- _Exercise objective_: For every line in the records that has the word "GetMapping", make a copy.

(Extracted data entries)
###
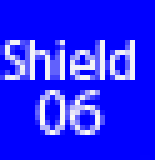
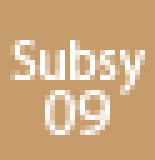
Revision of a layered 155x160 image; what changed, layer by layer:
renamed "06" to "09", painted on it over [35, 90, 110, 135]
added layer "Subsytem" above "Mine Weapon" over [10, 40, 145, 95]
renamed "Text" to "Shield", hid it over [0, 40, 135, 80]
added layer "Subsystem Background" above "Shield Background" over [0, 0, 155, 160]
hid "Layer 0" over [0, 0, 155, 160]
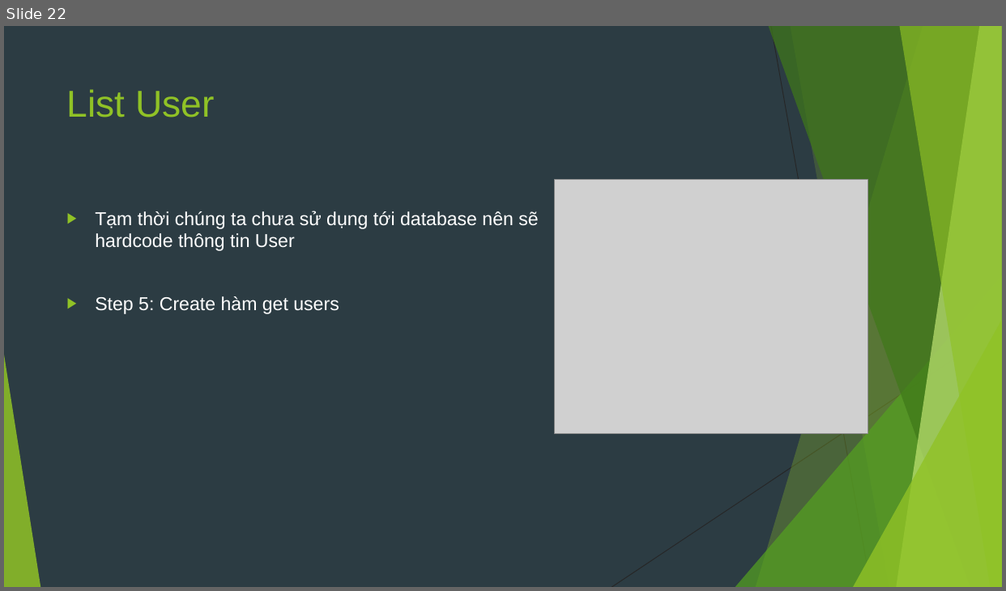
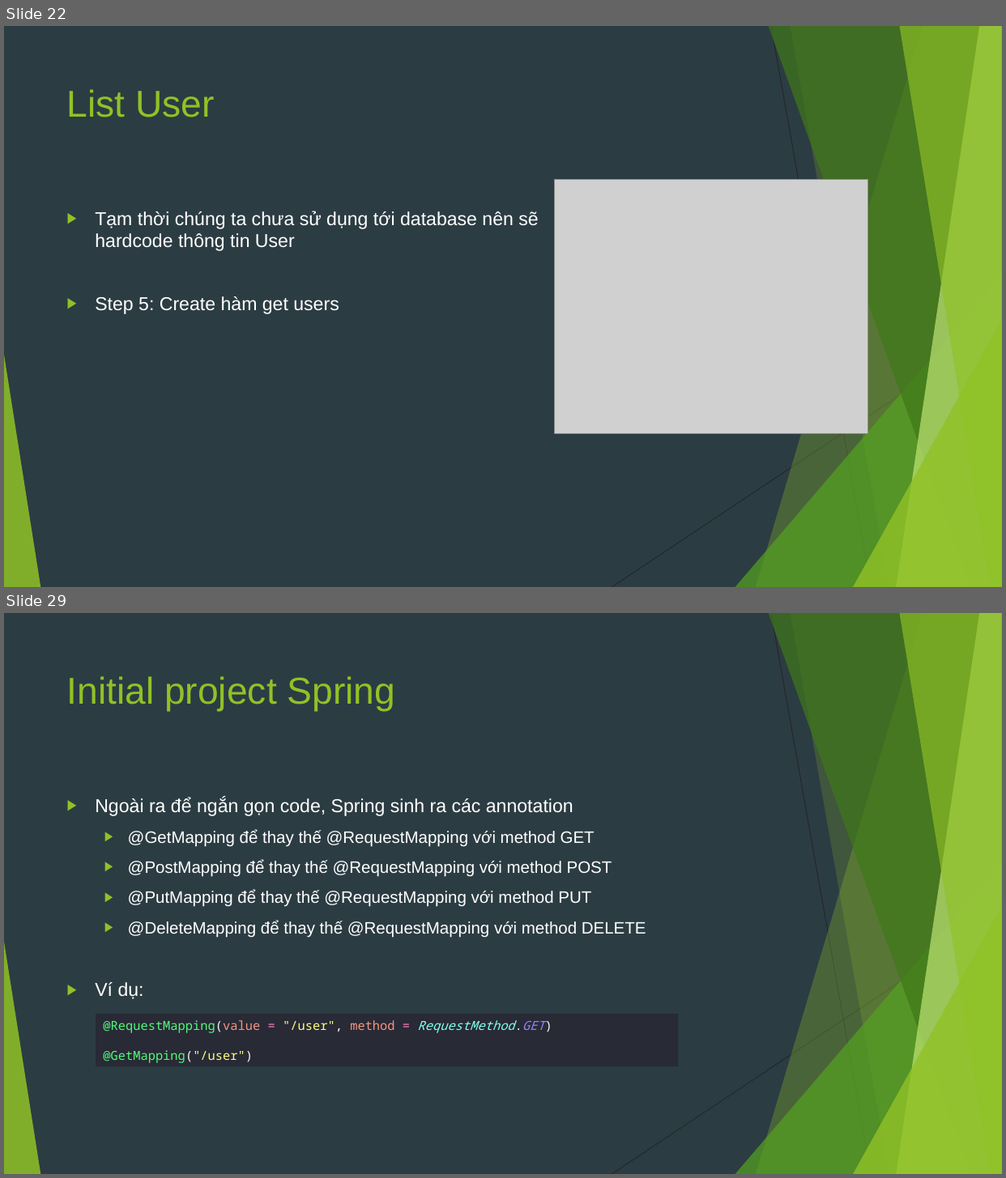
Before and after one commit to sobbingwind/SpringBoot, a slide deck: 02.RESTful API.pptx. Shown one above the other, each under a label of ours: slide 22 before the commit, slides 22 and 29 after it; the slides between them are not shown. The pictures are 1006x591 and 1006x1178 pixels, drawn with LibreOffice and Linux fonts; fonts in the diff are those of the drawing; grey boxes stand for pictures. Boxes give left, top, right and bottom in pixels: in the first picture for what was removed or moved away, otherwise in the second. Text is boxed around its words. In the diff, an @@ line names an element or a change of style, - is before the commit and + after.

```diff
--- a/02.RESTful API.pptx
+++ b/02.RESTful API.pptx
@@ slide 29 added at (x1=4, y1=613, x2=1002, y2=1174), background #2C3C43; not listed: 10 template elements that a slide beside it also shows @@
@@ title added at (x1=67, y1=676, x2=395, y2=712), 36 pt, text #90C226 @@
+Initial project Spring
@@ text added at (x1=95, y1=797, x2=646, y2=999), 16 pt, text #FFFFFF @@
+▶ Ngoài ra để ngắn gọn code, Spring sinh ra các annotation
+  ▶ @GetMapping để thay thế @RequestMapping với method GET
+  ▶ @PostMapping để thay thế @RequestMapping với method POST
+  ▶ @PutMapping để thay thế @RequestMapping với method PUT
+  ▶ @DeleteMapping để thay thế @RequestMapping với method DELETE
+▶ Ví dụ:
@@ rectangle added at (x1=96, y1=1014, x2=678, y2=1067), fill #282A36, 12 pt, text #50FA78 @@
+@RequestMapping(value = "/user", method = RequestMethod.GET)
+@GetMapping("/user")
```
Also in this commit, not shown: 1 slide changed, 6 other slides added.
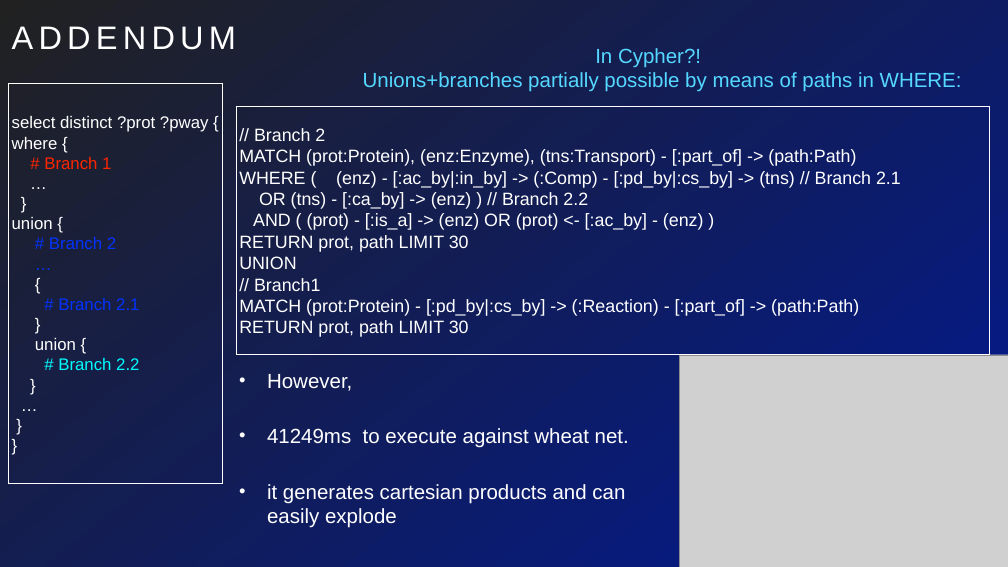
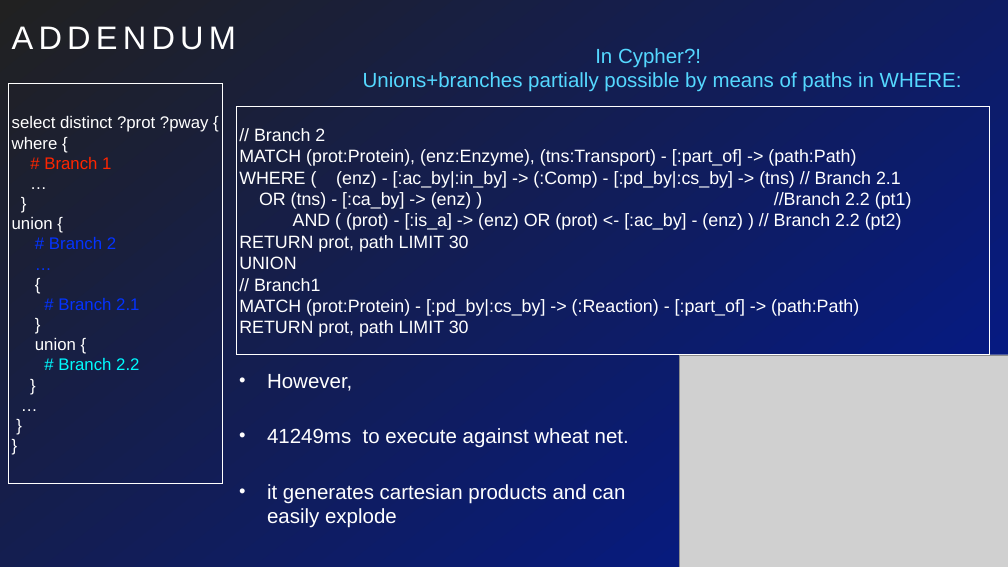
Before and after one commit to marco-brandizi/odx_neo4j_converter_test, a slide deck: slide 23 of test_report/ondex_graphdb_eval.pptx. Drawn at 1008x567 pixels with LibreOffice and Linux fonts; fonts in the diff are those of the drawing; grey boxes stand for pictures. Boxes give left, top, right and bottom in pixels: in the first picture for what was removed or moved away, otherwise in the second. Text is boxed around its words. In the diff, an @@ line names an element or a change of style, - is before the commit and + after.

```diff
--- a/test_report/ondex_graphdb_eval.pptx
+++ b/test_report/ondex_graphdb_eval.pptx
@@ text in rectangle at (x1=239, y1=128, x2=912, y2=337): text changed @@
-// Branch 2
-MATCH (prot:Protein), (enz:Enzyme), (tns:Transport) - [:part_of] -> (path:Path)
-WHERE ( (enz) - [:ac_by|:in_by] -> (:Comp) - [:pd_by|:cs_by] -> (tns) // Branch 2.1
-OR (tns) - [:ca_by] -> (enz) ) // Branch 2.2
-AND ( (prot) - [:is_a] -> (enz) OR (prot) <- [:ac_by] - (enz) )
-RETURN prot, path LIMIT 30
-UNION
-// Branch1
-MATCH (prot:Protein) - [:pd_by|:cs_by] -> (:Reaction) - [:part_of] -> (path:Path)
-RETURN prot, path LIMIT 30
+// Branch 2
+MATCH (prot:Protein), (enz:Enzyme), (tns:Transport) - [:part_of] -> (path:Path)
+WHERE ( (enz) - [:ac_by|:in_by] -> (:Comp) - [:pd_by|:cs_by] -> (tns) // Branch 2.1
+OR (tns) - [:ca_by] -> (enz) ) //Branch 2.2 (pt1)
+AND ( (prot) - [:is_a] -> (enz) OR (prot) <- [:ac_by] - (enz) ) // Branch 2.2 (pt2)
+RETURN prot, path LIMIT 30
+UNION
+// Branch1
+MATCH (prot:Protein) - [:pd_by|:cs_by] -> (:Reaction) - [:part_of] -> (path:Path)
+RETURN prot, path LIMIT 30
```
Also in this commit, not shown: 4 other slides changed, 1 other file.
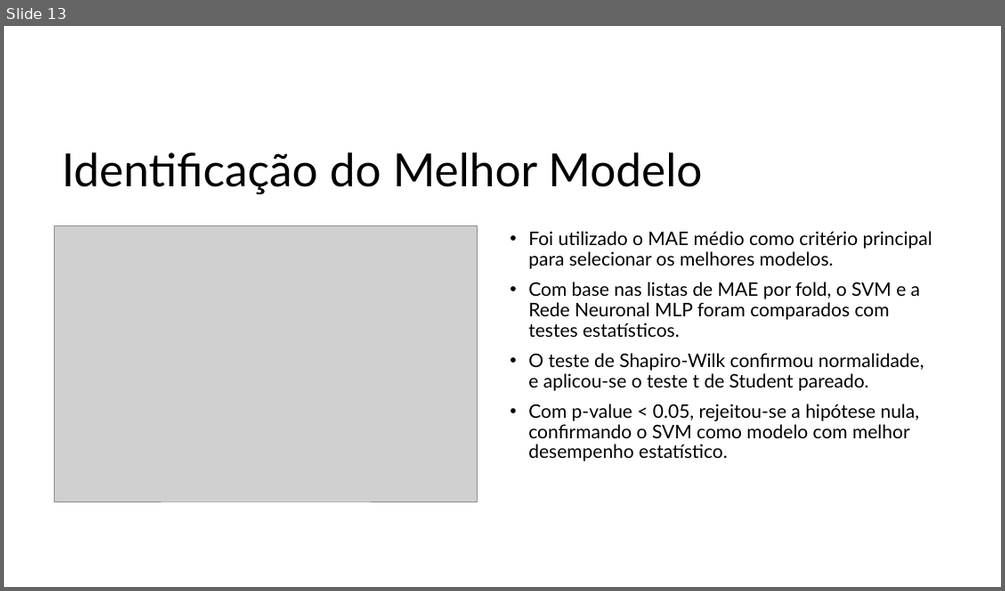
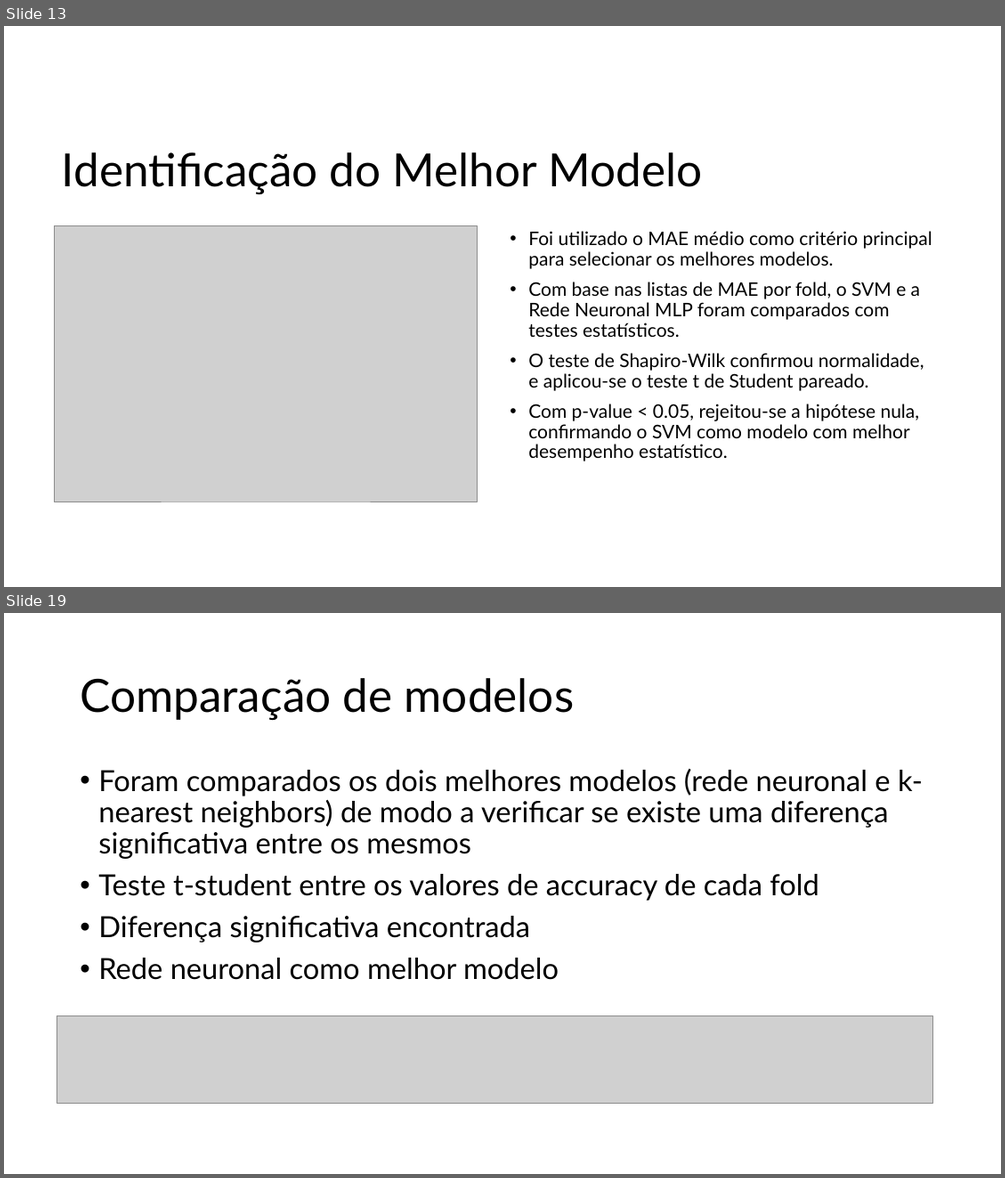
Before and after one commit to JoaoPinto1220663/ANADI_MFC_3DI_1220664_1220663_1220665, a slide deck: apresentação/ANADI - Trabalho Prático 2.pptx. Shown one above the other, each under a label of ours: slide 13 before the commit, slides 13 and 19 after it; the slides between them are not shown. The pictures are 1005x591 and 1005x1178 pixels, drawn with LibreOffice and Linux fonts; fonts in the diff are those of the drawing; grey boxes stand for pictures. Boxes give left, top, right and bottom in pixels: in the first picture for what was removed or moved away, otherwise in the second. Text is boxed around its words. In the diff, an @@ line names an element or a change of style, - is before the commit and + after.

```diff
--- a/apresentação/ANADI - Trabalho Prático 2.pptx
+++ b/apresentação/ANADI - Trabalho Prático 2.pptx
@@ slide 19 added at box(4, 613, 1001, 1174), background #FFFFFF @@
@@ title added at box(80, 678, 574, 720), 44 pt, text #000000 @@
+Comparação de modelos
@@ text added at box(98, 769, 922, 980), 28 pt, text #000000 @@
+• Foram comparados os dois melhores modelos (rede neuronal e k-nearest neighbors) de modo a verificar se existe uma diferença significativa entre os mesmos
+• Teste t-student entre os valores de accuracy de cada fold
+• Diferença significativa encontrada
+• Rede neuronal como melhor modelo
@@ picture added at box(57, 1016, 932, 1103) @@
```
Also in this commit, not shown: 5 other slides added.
###
- _Exercise output_:
+  ▶ @GetMapping để thay thế @RequestMapping với method GET
+@GetMapping("/user")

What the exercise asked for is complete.